Task prompt
Output the entries in full and verbatim, pictures omitted.

[Records excerpted from a collection]

↓

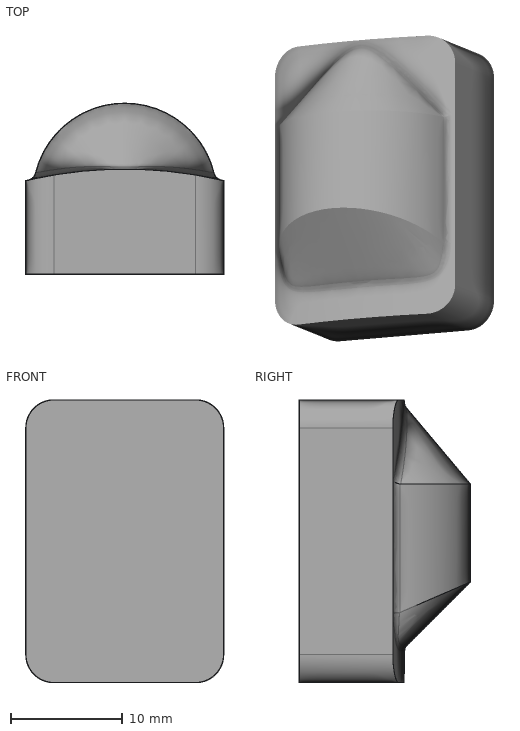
import cadquery as cq
import math

width = 17.78
height = 25.4
side_depth = 8.4
crown_depth = 9.45
corner_radius = 2.55

total_depth = 15.37
dome_radius = 8.25
dome_axis_y = total_depth - dome_radius
dome_top_z = 5.13
dome_bottom_z = -3.65
root_y = 5.08
root_fillet = 0.75

upper_taper = 40.0
upper_length = height / 2 - dome_top_z
upper_end_radius = dome_radius - upper_length * math.tan(math.radians(upper_taper))

lower_tilt = 23.4
lower_drop = 3.8
lower_end_half_width = 8.0
lower_slope = math.tan(math.radians(lower_tilt))
lower_end_half_depth = dome_radius - lower_drop / (1 - lower_slope)


def make_block():
    half_width = width / 2
    profile = (
        cq.Workplane("XY")
        .moveTo(-half_width, 0)
        .lineTo(half_width, 0)
        .lineTo(half_width, side_depth)
        .threePointArc((0, crown_depth), (-half_width, side_depth))
        .close()
    )
    block = profile.extrude(height / 2, both=True)
    return block.edges("|Y").fillet(corner_radius)


def make_cylinder():
    """Dome cylinder with a level upper end and a sloping lower end."""
    root_bottom_z = dome_bottom_z - lower_slope * (total_depth - root_y)
    side_outline = (
        cq.Workplane("YZ")
        .polyline([
            (root_y, dome_top_z),
            (total_depth, dome_top_z),
            (total_depth, dome_bottom_z),
            (root_y, root_bottom_z),
        ])
        .close()
        .extrude(width / 2, both=True)
    )
    cylinder = (
        cq.Workplane("XY")
        .center(0, dome_axis_y)
        .circle(dome_radius)
        .extrude(height / 2, both=True)
    )
    return cylinder.intersect(side_outline)


def make_upper_cone():
    return cq.Workplane(cq.Solid.makeCone(
        dome_radius, upper_end_radius, upper_length,
        cq.Vector(0, dome_axis_y, dome_top_z), cq.Vector(0, 0, 1),
    ))


def sloping_ellipse(half_width, half_depth, center_z):
    """Ellipse on the sloping plane; half_depth is its extent along Y."""
    tilt = math.radians(lower_tilt)
    plane = cq.Plane(
        origin=(0, dome_axis_y, center_z),
        xDir=(1, 0, 0),
        normal=(0, -math.sin(tilt), math.cos(tilt)),
    )
    return cq.Workplane(plane).ellipse(half_width, half_depth / math.cos(tilt)).val()


def make_lower_nose():
    start_z = dome_bottom_z - lower_slope * dome_radius
    start = sloping_ellipse(dome_radius, dome_radius, start_z)
    end = sloping_ellipse(lower_end_half_width, lower_end_half_depth, start_z - lower_drop)
    return cq.Workplane(cq.Solid.makeLoft([start, end], True))


def make_dome():
    dome = make_cylinder().union(make_upper_cone()).union(make_lower_nose())
    keep = cq.Workplane("XY").box(width, total_depth - root_y, height, centered=(True, False, True))
    return dome.intersect(keep.translate((0, root_y, 0)))


def is_root_edge(edge):
    """True where the dome meets the crowned back, inside the block's outline."""
    box = edge.BoundingBox()
    margin = 0.25
    return (
        box.ymin > root_y
        and box.ymax < crown_depth + margin
        and max(abs(box.xmin), abs(box.xmax)) < width / 2 - margin
        and max(abs(box.zmin), abs(box.zmax)) < height / 2 - margin
    )


body = make_block().union(make_dome())
root_edges = [edge for edge in body.edges().vals() if is_root_edge(edge)]
result = body.newObject(root_edges).fillet(root_fillet)

↑

Written reply
import cadquery as cq
import math

width = 17.78
height = 25.4
side_depth = 8.4
crown_depth = 9.45
corner_radius = 2.55

total_depth = 15.37
dome_radius = 8.25
dome_axis_y = total_depth - dome_radius
dome_top_z = 5.13
dome_bottom_z = -3.65
root_y = 5.08
root_fillet = 0.75

upper_taper = 40.0
upper_length = height / 2 - dome_top_z
upper_end_radius = dome_radius - upper_length * math.tan(math.radians(upper_taper))

lower_tilt = 23.4
lower_drop = 3.8
lower_end_half_width = 8.0
lower_slope = math.tan(math.radians(lower_tilt))
lower_end_half_depth = dome_radius - lower_drop / (1 - lower_slope)


def make_block():
    half_width = width / 2
    profile = (
        cq.Workplane("XY")
        .moveTo(-half_width, 0)
        .lineTo(half_width, 0)
        .lineTo(half_width, side_depth)
        .threePointArc((0, crown_depth), (-half_width, side_depth))
        .close()
    )
    block = profile.extrude(height / 2, both=True)
    return block.edges("|Y").fillet(corner_radius)


def make_cylinder():
    """Dome cylinder with a level upper end and a sloping lower end."""
    root_bottom_z = dome_bottom_z - lower_slope * (total_depth - root_y)
    side_outline = (
        cq.Workplane("YZ")
        .polyline([
            (root_y, dome_top_z),
            (total_depth, dome_top_z),
            (total_depth, dome_bottom_z),
            (root_y, root_bottom_z),
        ])
        .close()
        .extrude(width / 2, both=True)
    )
    cylinder = (
        cq.Workplane("XY")
        .center(0, dome_axis_y)
        .circle(dome_radius)
        .extrude(height / 2, both=True)
    )
    return cylinder.intersect(side_outline)


def make_upper_cone():
    return cq.Workplane(cq.Solid.makeCone(
        dome_radius, upper_end_radius, upper_length,
        cq.Vector(0, dome_axis_y, dome_top_z), cq.Vector(0, 0, 1),
    ))


def sloping_ellipse(half_width, half_depth, center_z):
    """Ellipse on the sloping plane; half_depth is its extent along Y."""
    tilt = math.radians(lower_tilt)
    plane = cq.Plane(
        origin=(0, dome_axis_y, center_z),
        xDir=(1, 0, 0),
        normal=(0, -math.sin(tilt), math.cos(tilt)),
    )
    return cq.Workplane(plane).ellipse(half_width, half_depth / math.cos(tilt)).val()


def make_lower_nose():
    start_z = dome_bottom_z - lower_slope * dome_radius
    start = sloping_ellipse(dome_radius, dome_radius, start_z)
    end = sloping_ellipse(lower_end_half_width, lower_end_half_depth, start_z - lower_drop)
    return cq.Workplane(cq.Solid.makeLoft([start, end], True))


def make_dome():
    dome = make_cylinder().union(make_upper_cone()).union(make_lower_nose())
    keep = cq.Workplane("XY").box(width, total_depth - root_y, height, centered=(True, False, True))
    return dome.intersect(keep.translate((0, root_y, 0)))


def is_root_edge(edge):
    """True where the dome meets the crowned back, inside the block's outline."""
    box = edge.BoundingBox()
    margin = 0.25
    return (
        box.ymin > root_y
        and box.ymax < crown_depth + margin
        and max(abs(box.xmin), abs(box.xmax)) < width / 2 - margin
        and max(abs(box.zmin), abs(box.zmax)) < height / 2 - margin
    )


body = make_block().union(make_dome())
root_edges = [edge for edge in body.edges().vals() if is_root_edge(edge)]
result = body.newObject(root_edges).fillet(root_fillet)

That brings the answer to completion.